● **TASK OBJECTIVE**
Would you transcribe each entry exactly as it stands, omitting the pictures?

● **RECORDS SUPPLIED**

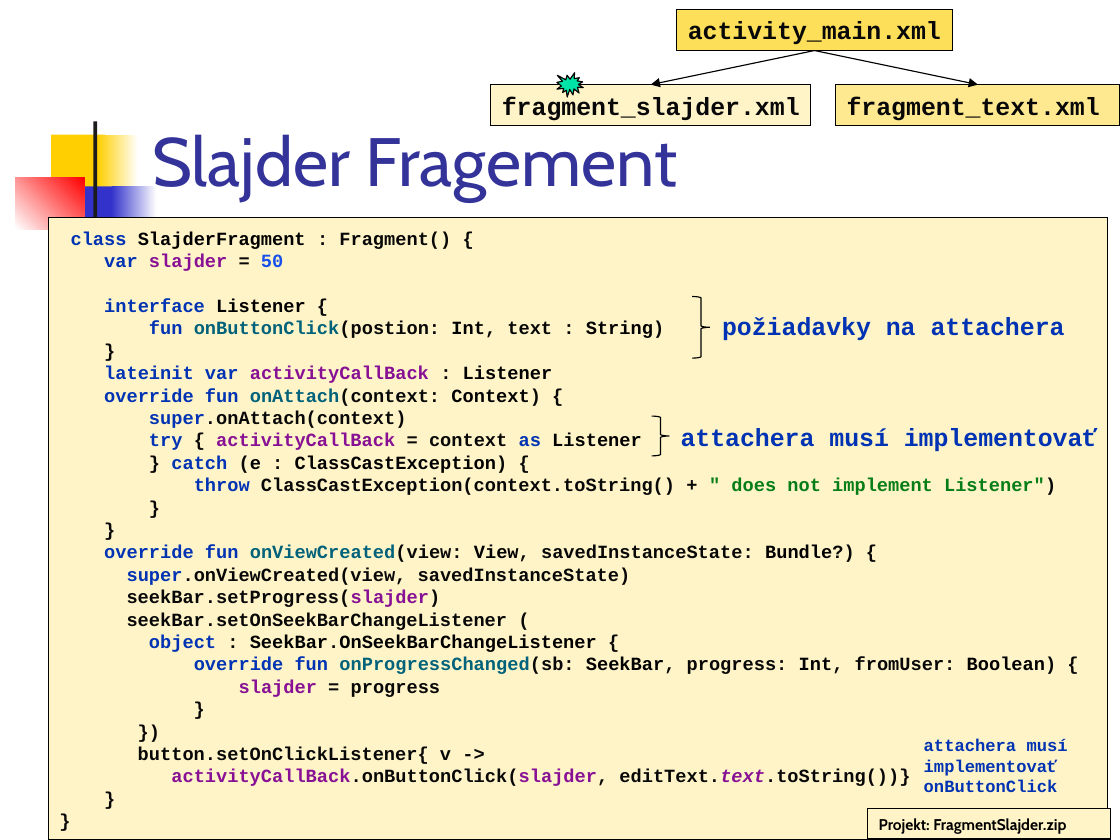
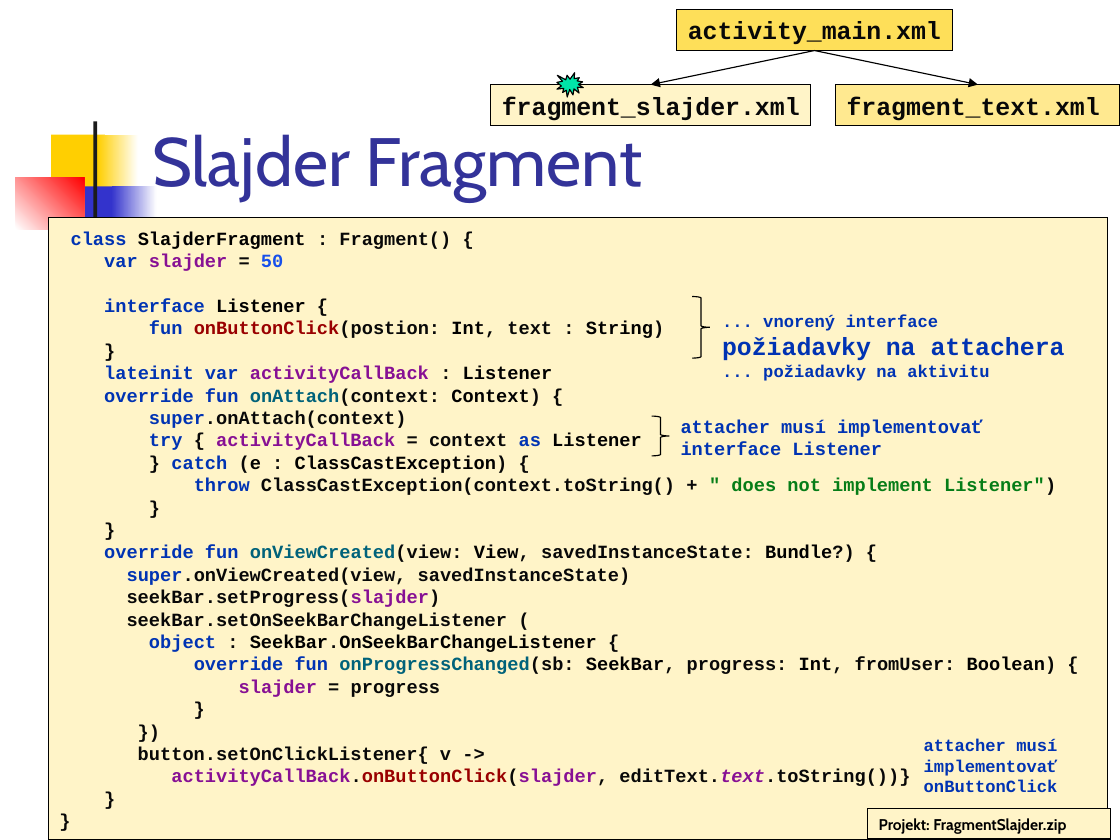
Before and after one commit to vmandro/Prednasky, a slide deck: slide 19 of 06/06_Android.ppt (slide 18 before the commit). Drawn at 1120x840 pixels with LibreOffice and Linux fonts; fonts in the diff are those of the drawing. Boxes give left, top, right and bottom in pixels: in the first picture for what was removed or moved away, otherwise in the second. Text is boxed around its words. In the diff, an @@ line names an element or a change of style, - is before the commit and + after.

```diff
--- a/06/06_Android.ppt
+++ b/06/06_Android.ppt
@@ title at [152,134,643,201]: text changed @@
-Slajder Fragement
+Slajder Fragment
@@ rectangle "class SlajderFragment : Fragment() { ..." at [48,218,1107,840]: text colour #00627A to #990000 in "onButtonClick(postion:"; text colour #080808 to #990000 in "activityCallBack.onButtonClick(slajder," @@
@@ text at [763,314,939,331]: paragraph added @@
+... vnorený interface
@@ text at [763,365,989,381]: paragraph added @@
+... požiadavky na aktivitu
@@ text at [681,420,983,456]: text changed; size 16 to 12 pt @@
-attachera musí implementovať
+attacher musí implementovať
+interface Listener
@@ text at [924,739,1057,751]: text changed @@
-attachera musí
+attacher musí
```
Also in this commit, not shown: 27 other slides changed, 1 slide added, 2 other files.

● **SOLVED PROBLEM**
Before and after one commit to vmandro/Prednasky, a slide deck: slide 19 of 06/06_Android.ppt (slide 18 before the commit). Drawn at 1120x840 pixels with LibreOffice and Linux fonts; fonts in the diff are those of the drawing. Boxes give left, top, right and bottom in pixels: in the first picture for what was removed or moved away, otherwise in the second. Text is boxed around its words. In the diff, an @@ line names an element or a change of style, - is before the commit and + after.

```diff
--- a/06/06_Android.ppt
+++ b/06/06_Android.ppt
@@ title at [152,134,643,201]: text changed @@
-Slajder Fragement
+Slajder Fragment
@@ rectangle "class SlajderFragment : Fragment() { ..." at [48,218,1107,840]: text colour #00627A to #990000 in "onButtonClick(postion:"; text colour #080808 to #990000 in "activityCallBack.onButtonClick(slajder," @@
@@ text at [763,314,939,331]: paragraph added @@
+... vnorený interface
@@ text at [763,365,989,381]: paragraph added @@
+... požiadavky na aktivitu
@@ text at [681,420,983,456]: text changed; size 16 to 12 pt @@
-attachera musí implementovať
+attacher musí implementovať
+interface Listener
@@ text at [924,739,1057,751]: text changed @@
-attachera musí
+attacher musí
```
Also in this commit, not shown: 27 other slides changed, 1 slide added, 2 other files.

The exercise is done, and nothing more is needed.